WHAT IS NEEDED: Among the records, which lines hold the word "minute"? Pick them out.
THE DATA START
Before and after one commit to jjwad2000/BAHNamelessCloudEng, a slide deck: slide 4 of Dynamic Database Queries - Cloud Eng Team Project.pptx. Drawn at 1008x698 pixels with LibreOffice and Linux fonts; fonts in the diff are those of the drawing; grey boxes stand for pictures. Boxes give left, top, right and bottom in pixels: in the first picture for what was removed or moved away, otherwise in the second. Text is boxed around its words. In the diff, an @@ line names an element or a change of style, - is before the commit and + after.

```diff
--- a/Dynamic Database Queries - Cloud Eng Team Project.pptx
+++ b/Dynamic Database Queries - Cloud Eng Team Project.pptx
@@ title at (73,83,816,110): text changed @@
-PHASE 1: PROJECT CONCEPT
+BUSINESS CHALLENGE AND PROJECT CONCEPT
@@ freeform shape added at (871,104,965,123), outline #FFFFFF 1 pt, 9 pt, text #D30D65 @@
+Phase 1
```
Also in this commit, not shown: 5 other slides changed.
THE DATA END
THE DATA START
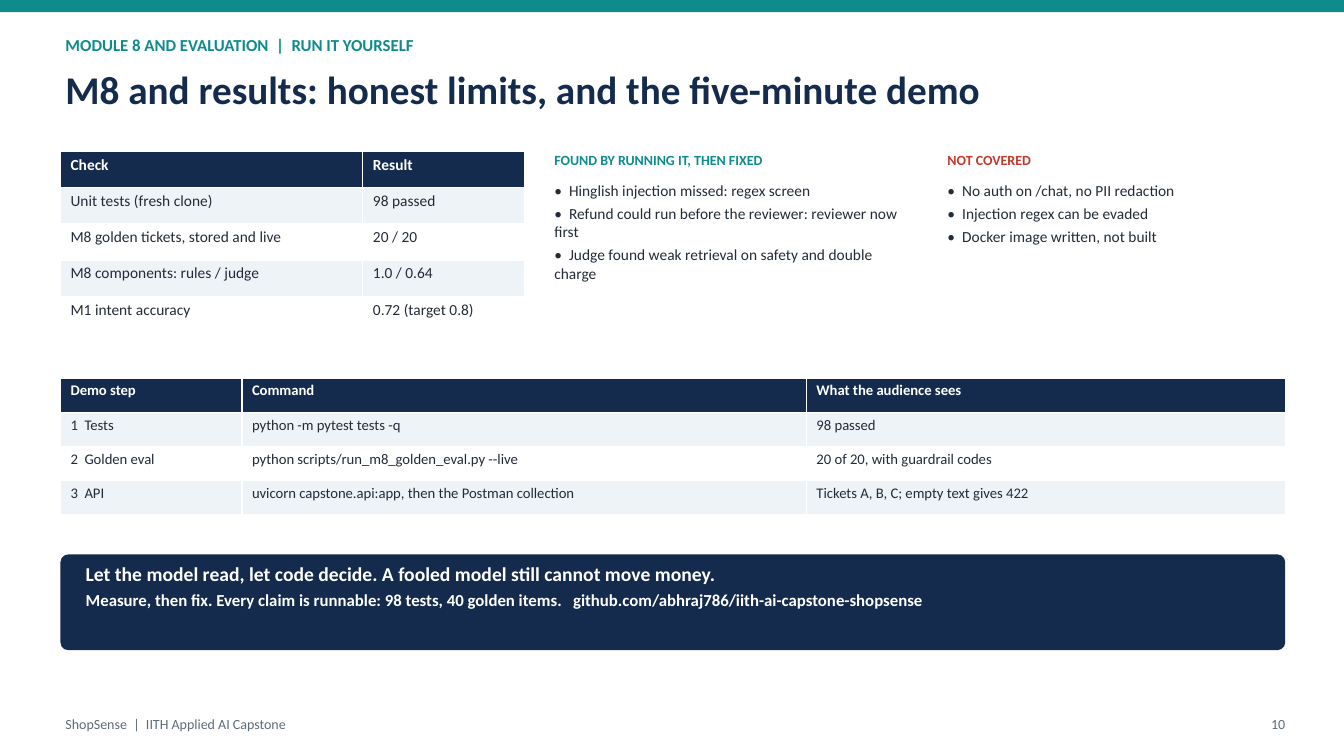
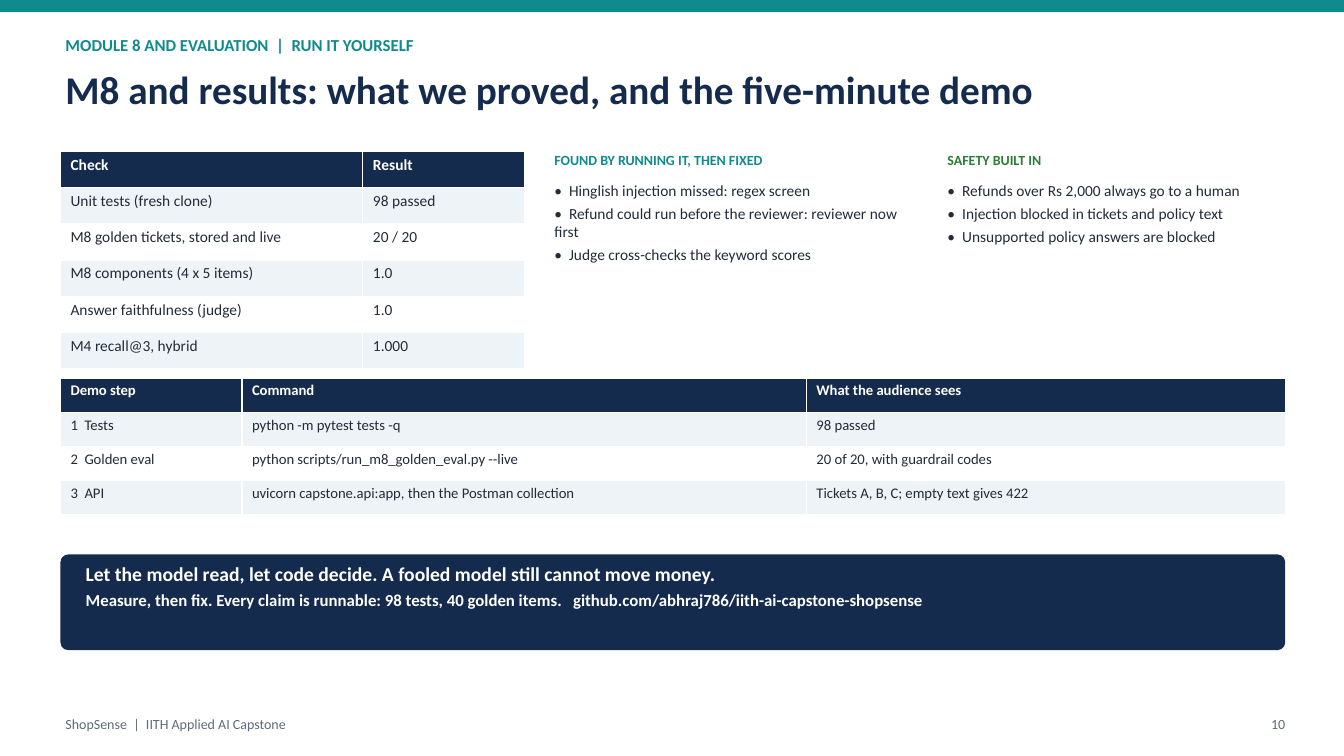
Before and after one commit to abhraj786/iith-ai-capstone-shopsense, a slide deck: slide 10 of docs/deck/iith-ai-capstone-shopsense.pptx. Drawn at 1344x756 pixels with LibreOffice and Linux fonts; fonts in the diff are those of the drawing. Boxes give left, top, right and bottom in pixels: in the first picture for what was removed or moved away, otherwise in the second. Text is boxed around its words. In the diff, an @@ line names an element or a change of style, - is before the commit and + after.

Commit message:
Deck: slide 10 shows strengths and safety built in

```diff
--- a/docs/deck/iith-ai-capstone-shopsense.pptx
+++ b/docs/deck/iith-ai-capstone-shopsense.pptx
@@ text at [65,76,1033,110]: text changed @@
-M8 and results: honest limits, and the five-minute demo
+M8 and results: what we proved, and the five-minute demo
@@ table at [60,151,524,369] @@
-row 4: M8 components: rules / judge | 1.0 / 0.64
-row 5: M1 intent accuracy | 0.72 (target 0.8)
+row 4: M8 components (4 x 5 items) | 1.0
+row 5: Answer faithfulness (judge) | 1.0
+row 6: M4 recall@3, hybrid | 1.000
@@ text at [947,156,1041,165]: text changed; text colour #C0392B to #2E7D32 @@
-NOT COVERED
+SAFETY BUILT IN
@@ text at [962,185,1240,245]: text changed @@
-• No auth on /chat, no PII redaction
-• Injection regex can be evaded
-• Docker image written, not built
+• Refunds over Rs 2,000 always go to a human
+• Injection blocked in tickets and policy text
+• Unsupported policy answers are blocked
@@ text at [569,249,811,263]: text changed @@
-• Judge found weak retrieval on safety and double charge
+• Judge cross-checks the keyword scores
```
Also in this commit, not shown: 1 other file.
THE DATA END
REPLY:
-M8 and results: honest limits, and the five-minute demo
+M8 and results: what we proved, and the five-minute demo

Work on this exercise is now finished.